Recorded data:
——————

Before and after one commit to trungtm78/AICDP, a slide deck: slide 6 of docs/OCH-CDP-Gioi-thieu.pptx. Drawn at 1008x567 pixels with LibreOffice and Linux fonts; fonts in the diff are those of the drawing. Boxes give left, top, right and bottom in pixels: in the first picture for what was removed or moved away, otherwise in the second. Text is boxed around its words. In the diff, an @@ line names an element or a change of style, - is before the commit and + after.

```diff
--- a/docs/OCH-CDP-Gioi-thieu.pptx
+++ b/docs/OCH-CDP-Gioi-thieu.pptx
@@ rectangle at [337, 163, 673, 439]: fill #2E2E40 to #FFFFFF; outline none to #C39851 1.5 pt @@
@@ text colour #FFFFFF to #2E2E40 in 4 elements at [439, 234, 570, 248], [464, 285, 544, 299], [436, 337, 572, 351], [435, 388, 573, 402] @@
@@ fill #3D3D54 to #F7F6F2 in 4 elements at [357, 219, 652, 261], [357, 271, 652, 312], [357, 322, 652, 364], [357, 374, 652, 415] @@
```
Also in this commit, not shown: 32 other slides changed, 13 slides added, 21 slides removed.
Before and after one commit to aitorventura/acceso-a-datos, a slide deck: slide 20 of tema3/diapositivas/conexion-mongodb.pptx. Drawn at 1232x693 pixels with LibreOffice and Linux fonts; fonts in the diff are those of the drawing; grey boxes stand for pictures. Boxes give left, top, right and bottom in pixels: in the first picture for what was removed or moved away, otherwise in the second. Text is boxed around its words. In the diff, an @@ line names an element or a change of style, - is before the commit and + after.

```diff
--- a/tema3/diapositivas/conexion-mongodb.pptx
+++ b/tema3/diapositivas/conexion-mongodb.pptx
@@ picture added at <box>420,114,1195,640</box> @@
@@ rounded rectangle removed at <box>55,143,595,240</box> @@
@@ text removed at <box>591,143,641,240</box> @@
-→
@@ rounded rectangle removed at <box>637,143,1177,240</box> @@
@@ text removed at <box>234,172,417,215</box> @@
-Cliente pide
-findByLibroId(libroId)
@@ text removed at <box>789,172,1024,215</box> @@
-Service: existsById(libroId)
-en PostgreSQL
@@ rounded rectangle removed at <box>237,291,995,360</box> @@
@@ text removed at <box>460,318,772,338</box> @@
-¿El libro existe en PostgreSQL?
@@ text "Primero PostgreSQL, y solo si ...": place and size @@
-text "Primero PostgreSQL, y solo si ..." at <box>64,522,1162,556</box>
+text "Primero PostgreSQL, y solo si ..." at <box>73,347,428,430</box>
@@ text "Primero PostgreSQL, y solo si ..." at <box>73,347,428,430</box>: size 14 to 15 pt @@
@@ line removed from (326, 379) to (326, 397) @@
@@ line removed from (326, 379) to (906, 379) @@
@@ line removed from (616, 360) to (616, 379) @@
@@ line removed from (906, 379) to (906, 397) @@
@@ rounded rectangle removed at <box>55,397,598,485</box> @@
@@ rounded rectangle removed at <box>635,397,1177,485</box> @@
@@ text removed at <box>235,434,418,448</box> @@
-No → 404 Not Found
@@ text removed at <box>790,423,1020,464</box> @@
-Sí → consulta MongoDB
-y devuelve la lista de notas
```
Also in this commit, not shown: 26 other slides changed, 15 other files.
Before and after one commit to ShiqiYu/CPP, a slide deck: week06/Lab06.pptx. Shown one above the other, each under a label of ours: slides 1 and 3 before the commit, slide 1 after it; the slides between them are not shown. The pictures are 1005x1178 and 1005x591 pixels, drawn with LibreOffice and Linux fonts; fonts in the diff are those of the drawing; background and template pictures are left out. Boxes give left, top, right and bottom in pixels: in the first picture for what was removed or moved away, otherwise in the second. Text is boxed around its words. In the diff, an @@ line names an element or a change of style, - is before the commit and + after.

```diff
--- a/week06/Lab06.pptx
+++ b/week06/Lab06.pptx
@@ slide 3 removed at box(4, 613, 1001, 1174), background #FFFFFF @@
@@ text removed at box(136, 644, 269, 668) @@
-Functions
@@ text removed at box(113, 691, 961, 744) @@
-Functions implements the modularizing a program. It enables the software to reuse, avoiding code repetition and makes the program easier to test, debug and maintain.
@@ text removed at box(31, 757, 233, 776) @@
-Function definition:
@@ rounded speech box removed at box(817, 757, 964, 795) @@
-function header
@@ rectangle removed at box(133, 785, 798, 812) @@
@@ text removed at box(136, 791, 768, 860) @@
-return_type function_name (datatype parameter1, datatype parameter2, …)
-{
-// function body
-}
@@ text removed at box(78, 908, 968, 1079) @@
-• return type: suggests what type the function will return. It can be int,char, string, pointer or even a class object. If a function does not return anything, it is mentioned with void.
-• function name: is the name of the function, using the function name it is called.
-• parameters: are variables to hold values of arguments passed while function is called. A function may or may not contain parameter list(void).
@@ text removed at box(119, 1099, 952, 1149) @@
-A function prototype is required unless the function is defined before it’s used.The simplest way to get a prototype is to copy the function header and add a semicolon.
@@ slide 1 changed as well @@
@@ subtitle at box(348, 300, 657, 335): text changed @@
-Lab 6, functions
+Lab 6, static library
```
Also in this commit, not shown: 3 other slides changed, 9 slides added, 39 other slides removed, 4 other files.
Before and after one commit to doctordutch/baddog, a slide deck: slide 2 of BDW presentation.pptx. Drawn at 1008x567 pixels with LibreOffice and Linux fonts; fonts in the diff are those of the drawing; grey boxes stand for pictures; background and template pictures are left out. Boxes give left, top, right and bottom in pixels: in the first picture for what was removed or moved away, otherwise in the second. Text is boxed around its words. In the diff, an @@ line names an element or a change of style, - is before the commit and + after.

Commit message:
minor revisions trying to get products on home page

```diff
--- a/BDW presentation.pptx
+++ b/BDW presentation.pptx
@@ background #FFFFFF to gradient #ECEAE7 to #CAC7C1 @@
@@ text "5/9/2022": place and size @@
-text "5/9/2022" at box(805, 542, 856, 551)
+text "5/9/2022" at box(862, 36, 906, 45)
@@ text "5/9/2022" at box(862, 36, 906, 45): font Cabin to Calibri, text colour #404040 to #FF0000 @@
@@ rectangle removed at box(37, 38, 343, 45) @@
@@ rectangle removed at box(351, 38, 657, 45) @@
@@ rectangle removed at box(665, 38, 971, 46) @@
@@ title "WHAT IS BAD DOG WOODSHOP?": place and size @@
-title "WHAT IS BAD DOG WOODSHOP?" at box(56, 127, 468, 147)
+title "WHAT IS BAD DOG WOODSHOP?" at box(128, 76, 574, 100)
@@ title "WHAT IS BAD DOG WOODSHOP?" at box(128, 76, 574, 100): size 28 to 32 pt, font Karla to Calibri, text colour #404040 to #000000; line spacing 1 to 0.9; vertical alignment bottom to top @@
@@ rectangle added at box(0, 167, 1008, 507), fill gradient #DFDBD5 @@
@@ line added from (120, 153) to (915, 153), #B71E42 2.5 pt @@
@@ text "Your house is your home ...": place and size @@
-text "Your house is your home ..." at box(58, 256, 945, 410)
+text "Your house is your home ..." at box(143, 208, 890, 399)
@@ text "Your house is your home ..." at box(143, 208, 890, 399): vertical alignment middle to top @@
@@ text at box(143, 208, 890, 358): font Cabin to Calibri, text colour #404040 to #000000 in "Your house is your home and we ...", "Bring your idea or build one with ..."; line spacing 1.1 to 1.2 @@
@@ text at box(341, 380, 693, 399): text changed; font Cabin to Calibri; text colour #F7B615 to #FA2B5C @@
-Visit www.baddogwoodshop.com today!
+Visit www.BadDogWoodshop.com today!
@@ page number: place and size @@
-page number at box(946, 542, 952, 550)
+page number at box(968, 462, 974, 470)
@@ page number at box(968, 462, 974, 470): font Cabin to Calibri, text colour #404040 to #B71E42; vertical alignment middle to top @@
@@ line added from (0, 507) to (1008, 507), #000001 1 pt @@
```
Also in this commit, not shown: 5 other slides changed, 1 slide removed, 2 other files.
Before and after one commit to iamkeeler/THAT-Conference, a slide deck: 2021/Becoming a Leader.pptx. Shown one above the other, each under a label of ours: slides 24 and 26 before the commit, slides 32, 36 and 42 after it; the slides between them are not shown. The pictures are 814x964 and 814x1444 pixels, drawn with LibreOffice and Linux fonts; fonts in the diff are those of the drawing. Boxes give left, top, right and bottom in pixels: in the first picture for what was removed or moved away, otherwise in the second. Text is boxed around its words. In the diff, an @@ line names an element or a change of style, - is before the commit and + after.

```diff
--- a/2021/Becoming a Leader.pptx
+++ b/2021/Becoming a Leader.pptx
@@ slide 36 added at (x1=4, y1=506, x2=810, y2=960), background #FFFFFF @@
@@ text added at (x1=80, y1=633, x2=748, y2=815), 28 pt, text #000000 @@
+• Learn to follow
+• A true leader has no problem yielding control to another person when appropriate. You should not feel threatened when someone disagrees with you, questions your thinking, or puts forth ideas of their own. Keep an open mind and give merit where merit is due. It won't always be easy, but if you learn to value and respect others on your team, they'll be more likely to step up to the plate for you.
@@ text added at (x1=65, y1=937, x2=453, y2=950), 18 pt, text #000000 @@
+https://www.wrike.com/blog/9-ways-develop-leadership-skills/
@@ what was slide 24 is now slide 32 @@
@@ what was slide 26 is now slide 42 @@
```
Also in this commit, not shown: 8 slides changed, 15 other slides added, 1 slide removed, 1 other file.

——————

> [WORK TO COMPLETE]: Note every line of the records that holds the word "docs", and copy it.

> [EXERCISE SOLUTION]:
Before and after one commit to trungtm78/AICDP, a slide deck: slide 6 of docs/OCH-CDP-Gioi-thieu.pptx. Drawn at 1008x567 pixels with LibreOffice and Linux fonts; fonts in the diff are those of the drawing. Boxes give left, top, right and bottom in pixels: in the first picture for what was removed or moved away, otherwise in the second. Text is boxed around its words. In the diff, an @@ line names an element or a change of style, - is before the commit and + after.
--- a/docs/OCH-CDP-Gioi-thieu.pptx
+++ b/docs/OCH-CDP-Gioi-thieu.pptx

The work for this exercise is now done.